Vitelli's teeth clenched. He broke off his chant. His words felt to Thur like a line of marching soldiers stumbling into each other as their leader stopped without warning. Vitelli opened his hands, letting the terrible tension leak away, before moving.
"Clumsy —!" he cried to Ferrante in real agony. "We'll have to start over. You get the sponge and mop these lines." Face working, he strode over and stamped on the injured bat, killing it. He picked up the little corpse by one wing, holding it delicately away from his robe, and flung it out the barred window.
Ferrante was clearly not pleased by this abrupt order to a menial task from his subordinate, but, stiff-faced, he obeyed. Out of his depth in this complex magicking, perhaps. He did a neat job, though, and within minutes the floor was dry and ready a
gain. Vitelli picked up the ring mold and the knife and started anew.
This time he had Ferrante stand within the lines, by Thur, as he drew them. Thur kept one slitted white eye on that bone-handled knife. He must reach for it before Ferrante did, come what may. He wished desperately he were in better shape. Could he even stand up, let alone fight? The miasma of magic in the room was so thick he could scarcely breathe, as if Vitelli's dark aura had expanded to the walls. Vitelli appeared in the corner of Thur's vision with a pair of tongs clasping the cherry-red clay cup holding the molten bronze. Sweat trickled in shiny tracks down his face. When he poured, the ring would freeze almost at once—trapping Uri's spirit? The chanting rose to a crescendo. Ferrante's leather leggings creaked, as he knelt down behind Thur awaiting his signal to take up the knife. Thur must strike now—a scrambling noise, and puffing, came from the window that faced the lake. Much too loud for a bat —
"Rise and kill the bastards!" Lord Pia roared.
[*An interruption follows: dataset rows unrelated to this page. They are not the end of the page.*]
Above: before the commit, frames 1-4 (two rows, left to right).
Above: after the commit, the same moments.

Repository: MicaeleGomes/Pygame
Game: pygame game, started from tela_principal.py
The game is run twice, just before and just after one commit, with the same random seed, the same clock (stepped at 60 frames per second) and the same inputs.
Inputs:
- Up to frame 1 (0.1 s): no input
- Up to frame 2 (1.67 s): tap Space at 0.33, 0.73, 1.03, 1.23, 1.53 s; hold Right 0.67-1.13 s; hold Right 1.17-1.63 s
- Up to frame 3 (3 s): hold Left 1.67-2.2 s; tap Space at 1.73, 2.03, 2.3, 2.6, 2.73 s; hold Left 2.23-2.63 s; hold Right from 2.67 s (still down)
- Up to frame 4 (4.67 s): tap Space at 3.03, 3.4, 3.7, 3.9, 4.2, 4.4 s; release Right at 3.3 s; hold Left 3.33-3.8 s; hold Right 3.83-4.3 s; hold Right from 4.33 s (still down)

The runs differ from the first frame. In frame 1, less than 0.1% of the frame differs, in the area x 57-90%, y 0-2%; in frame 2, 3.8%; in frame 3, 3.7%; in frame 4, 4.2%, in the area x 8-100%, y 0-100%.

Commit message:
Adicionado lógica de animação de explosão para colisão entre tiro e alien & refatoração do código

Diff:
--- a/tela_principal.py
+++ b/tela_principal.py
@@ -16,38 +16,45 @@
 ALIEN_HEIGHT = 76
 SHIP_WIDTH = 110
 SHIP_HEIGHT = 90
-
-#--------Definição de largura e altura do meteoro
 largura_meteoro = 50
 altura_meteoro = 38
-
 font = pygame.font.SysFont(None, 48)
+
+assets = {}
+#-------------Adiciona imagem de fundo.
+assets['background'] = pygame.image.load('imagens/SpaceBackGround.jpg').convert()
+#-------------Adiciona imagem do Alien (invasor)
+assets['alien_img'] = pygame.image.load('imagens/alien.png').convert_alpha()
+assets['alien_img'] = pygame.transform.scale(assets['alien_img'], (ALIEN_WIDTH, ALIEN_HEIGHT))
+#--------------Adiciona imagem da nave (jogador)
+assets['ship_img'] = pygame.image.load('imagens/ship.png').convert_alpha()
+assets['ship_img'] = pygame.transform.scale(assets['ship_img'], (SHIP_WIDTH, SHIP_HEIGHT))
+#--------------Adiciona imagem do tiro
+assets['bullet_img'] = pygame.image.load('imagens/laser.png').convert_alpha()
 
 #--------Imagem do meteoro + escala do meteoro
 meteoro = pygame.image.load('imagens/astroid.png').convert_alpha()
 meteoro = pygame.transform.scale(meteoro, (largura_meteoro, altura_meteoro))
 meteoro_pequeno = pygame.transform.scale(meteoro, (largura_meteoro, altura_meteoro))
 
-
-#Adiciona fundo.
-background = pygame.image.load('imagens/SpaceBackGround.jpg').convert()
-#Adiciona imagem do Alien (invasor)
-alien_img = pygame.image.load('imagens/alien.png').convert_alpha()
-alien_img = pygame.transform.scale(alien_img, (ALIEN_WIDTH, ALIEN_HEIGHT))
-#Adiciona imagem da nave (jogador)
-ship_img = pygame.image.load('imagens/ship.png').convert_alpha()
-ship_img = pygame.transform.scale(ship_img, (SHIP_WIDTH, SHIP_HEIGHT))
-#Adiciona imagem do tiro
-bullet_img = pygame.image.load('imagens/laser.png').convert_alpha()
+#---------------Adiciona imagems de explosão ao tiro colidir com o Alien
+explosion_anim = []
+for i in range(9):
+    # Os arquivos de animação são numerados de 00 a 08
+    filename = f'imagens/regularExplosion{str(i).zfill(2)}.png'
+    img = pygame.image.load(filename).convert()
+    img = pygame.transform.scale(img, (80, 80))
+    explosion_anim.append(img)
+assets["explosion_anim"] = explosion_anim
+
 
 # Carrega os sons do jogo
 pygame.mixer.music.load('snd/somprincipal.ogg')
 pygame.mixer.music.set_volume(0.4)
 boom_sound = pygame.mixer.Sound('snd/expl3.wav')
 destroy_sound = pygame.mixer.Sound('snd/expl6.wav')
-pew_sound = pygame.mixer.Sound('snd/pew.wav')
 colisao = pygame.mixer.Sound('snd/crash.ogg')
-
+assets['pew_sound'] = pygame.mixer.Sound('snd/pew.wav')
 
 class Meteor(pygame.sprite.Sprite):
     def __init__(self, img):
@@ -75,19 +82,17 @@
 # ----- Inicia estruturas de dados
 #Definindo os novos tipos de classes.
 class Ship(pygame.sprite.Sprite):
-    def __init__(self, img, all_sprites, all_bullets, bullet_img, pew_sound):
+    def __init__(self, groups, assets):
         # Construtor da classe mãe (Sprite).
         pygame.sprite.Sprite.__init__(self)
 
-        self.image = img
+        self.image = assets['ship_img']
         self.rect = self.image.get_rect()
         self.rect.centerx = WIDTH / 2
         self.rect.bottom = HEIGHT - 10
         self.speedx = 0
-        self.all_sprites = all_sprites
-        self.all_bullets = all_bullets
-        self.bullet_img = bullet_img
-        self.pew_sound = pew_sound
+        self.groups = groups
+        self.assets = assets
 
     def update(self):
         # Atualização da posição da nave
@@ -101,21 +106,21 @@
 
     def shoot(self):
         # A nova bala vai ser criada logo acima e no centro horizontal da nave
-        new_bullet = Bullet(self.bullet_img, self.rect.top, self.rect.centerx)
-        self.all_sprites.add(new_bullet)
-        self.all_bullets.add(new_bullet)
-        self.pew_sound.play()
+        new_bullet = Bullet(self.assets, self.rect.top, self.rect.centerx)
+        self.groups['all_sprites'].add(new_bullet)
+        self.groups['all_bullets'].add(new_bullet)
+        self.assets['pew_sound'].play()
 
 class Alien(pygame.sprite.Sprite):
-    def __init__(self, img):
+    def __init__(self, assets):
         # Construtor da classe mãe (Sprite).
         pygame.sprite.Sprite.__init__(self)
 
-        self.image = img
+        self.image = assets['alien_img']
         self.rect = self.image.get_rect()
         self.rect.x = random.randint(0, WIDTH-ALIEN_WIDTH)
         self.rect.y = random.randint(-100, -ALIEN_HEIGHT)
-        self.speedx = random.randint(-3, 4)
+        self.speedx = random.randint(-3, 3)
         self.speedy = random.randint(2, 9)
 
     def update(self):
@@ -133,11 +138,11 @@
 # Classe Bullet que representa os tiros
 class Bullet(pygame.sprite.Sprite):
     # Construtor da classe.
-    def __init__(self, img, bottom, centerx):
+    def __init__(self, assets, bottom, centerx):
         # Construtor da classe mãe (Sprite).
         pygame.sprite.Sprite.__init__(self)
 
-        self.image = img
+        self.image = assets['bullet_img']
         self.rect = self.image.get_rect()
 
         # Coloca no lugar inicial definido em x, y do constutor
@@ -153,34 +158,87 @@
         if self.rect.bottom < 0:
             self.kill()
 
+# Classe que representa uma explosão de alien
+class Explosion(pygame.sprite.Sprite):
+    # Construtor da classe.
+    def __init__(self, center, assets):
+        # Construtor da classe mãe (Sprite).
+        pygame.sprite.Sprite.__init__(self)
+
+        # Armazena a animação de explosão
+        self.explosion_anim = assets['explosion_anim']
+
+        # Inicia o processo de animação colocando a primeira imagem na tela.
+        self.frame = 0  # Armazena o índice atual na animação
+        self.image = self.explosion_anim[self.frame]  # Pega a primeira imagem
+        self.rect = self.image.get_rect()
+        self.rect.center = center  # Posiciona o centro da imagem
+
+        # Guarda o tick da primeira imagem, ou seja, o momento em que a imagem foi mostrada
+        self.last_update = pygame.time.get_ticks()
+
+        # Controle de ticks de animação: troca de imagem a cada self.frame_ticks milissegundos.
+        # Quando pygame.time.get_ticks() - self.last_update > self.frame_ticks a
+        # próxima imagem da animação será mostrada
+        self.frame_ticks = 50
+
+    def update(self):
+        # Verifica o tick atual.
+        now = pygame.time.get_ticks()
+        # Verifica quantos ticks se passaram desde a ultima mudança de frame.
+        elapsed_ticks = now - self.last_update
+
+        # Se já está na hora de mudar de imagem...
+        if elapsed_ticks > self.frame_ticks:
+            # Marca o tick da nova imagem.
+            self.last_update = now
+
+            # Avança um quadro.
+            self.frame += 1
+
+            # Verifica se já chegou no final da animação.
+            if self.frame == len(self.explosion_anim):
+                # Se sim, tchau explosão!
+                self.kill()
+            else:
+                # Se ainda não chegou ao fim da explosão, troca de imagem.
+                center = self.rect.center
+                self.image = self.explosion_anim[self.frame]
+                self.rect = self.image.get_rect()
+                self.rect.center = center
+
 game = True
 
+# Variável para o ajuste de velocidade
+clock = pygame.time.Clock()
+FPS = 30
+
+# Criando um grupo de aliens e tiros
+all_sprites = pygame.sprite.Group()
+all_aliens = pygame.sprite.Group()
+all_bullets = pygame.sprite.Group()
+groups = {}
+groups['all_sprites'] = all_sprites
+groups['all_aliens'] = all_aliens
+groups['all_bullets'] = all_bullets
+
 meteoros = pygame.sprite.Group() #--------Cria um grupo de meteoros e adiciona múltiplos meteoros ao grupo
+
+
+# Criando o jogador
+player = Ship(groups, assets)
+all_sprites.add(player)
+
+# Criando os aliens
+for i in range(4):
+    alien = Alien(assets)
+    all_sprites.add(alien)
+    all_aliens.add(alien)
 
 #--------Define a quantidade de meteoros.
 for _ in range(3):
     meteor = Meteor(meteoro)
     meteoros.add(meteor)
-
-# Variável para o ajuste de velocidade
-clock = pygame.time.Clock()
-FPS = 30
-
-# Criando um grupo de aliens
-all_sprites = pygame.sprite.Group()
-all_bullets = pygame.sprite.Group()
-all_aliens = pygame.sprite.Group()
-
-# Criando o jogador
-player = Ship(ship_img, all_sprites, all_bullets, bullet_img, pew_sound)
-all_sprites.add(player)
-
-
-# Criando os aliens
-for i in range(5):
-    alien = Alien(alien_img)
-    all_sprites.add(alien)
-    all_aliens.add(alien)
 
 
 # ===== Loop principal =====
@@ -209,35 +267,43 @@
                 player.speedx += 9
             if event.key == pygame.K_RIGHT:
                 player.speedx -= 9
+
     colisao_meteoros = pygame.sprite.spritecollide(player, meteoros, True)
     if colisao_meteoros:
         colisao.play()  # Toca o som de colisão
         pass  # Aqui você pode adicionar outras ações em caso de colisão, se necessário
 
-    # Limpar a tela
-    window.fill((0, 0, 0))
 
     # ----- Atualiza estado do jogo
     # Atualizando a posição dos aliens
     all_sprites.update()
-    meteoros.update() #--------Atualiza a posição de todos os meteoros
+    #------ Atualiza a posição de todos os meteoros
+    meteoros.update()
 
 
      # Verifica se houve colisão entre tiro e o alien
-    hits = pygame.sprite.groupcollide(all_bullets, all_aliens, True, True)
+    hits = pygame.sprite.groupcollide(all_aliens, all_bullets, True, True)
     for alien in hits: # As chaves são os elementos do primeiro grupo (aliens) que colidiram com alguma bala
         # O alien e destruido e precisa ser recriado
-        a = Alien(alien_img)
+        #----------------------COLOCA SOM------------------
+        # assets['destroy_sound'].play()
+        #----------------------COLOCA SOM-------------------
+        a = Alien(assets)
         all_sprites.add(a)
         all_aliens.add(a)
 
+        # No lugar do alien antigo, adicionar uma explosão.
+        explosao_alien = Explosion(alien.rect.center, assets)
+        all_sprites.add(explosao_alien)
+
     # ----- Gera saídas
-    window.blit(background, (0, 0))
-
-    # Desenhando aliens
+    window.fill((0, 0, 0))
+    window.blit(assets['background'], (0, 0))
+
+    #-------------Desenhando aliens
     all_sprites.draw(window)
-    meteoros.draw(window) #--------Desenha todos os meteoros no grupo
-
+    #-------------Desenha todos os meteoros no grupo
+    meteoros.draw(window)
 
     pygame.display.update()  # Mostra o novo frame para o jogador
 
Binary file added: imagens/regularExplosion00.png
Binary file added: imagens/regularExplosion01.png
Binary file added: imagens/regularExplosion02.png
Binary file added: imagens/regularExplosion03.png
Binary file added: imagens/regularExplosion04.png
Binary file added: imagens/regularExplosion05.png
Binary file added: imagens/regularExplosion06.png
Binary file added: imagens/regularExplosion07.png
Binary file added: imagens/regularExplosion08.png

Ferrante wheeled and drew his sword. Rise was not quite the word for it, but Thur lurched forward in a sort of frog-flop, fell upon the knife, and rolled. The bone hilt, in his hand, sent a paralyzing jolt up Thur's right arm, not-quite-pain, shuddering along his nerves. His hand spasmed open, and the knife clattered across the floor out of sight under the trestles. The chalk lines burned his skin like whips as he pressed across them. Ferrante's sword struck sparks and a white scar on the stone where Thur had just lain.
Vitelli bent and choked convulsively. The tongs fell from his grasp. The clay cup cracked on impact, and its molten bronze spattered across the cold stone floor.
The castellan squeezed from the window and stood, hair waving, eyes alight. The guard's short sword was in his right hand, and an iron bar from the window was in his left. His legs were bare and hairy. His lips were drawn back in a feral snarl.
Reaching a trestle that held a salt crate, Thur at last pulled himself to his feet. His legs shook, but held him. Ferrante started to lunge at Lord Pia, stumbled across the chalk lines, and recovered just in time to parry Lord Pia's sword with his own blade, then catch the murderously swinging iron bar with an up flung arm. Ferrante stepped back, absorbing the shock of Pia's onslaught in a hastily ordered defense. Pia was a soldier, yes, and a match for Ferrante with the sword. But older, and fatter. Already his breath pumped like the bellows.